The distribution of the vaccine in Canada would initially go to the most vulnerable populations in society. The National Advisory Committee on Immunization named the elderly, long-term care home residents and staff, front-line health workers and Indigenous communities as the groups that should receive the vaccine first and though the distribution is subject to provincial government discretion, they are widely expected to follow the recommendation, the CBC reported. 125,000 people are expected to be vaccinated during the first round of the process, and the vaccine could arrive as early as the middle of next week.

A 23-person expert panel advising the U.S. Food and Drug Administration (FDA) submitted their approval Thursday for the Pfizer vaccine, and the FDA is widely expected to approve the vaccine as early as Saturday. Seventeen of the experts were in favour, four were against, and two abstained, according to The New York Times. Health care workers and nursing home workers are expected to be among the first to receive the vaccine in the U.S.

The NHL, nor any other major North American sports league has commented on its plans, or lack thereof, to purchase the COVID-19 vaccine when available.

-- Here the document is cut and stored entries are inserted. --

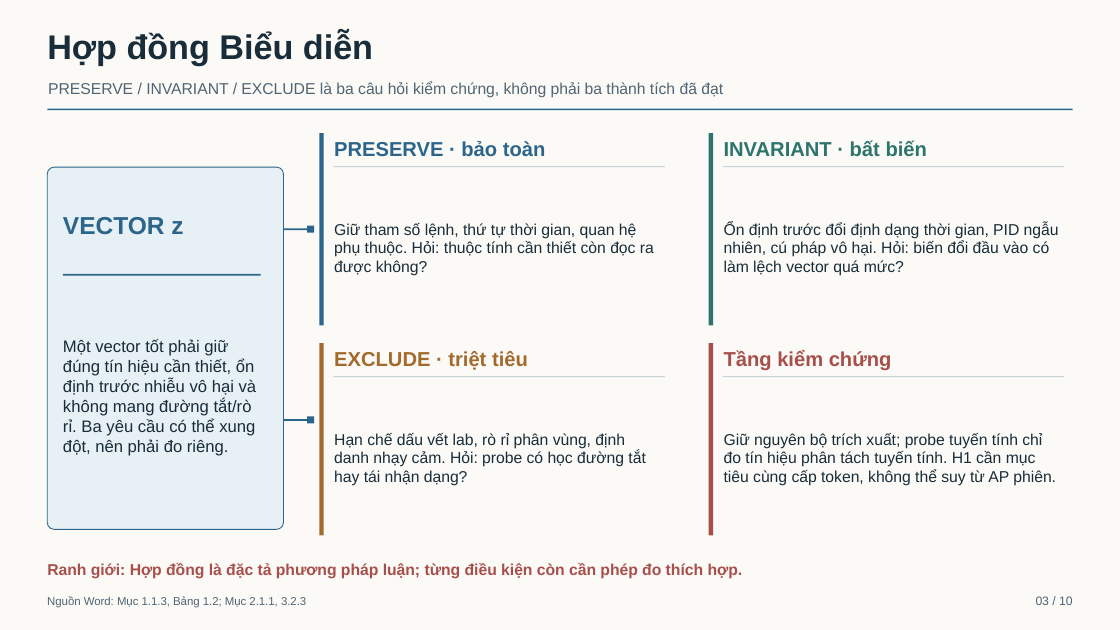
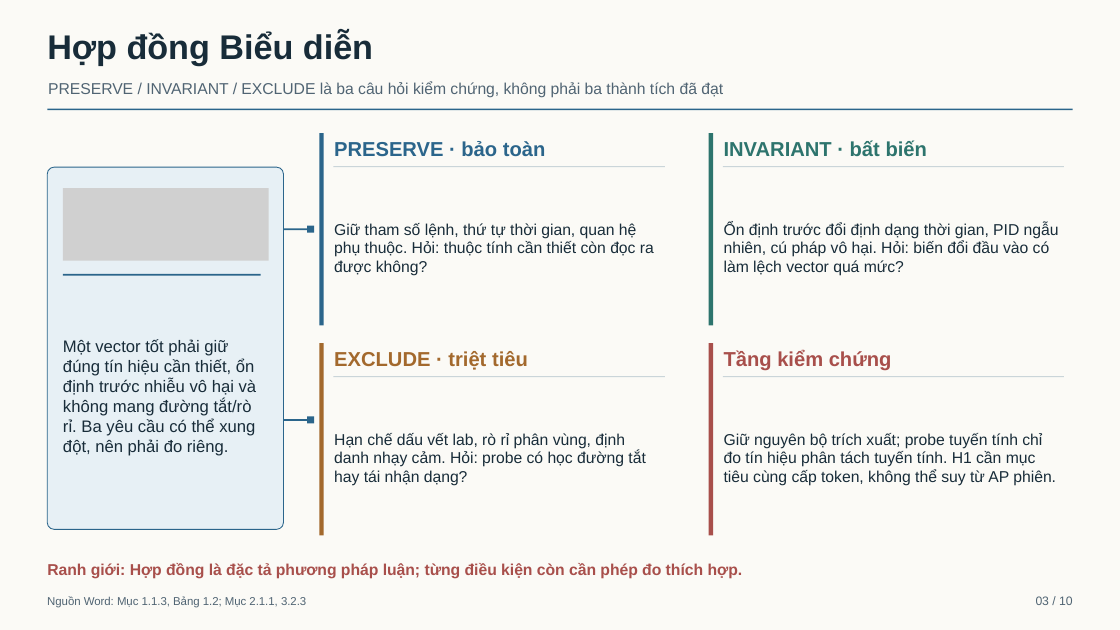
Before and after one commit to Minhlike/chuyen-de-chuyen-sau, a slide deck: slide 3 of bao-ve/Bao-cao-chuyen-de-10-slide-v4.pptx. Drawn at 1120x630 pixels with LibreOffice and Linux fonts; fonts in the diff are those of the drawing; grey boxes stand for pictures. Boxes give left, top, right and bottom in pixels: in the first picture for what was removed or moved away, otherwise in the second. Text is boxed around its words. In the diff, an @@ line names an element or a change of style, - is before the commit and + after.

```diff
--- a/bao-ve/Bao-cao-chuyen-de-10-slide-v4.pptx
+++ b/bao-ve/Bao-cao-chuyen-de-10-slide-v4.pptx
@@ picture added at (63, 188, 269, 260) @@
@@ text removed at (63, 217, 183, 235) @@
-VECTOR z
```
Also in this commit, not shown: 6 other slides changed, 1 other file.

The NHL and NHLPA have yet to reach an agreement for the upcoming season, but a proposed 56-game schedule has been put into place, with a Jan. 13 target date for the start of the campaign. Although the season hasn’t been agreed upon, it was reported Wednesday that the NHL and its teams agreed to a restructuring of the four divisions, with a focus on the implementation of an All-Canadian division due to travel restrictions implemented by the Canadian federal government. The 2021 season cannot begin without the approval of the NHL’s board of governors, but the league and players’ association reportedly reached an agreement on an unchanged economic framework.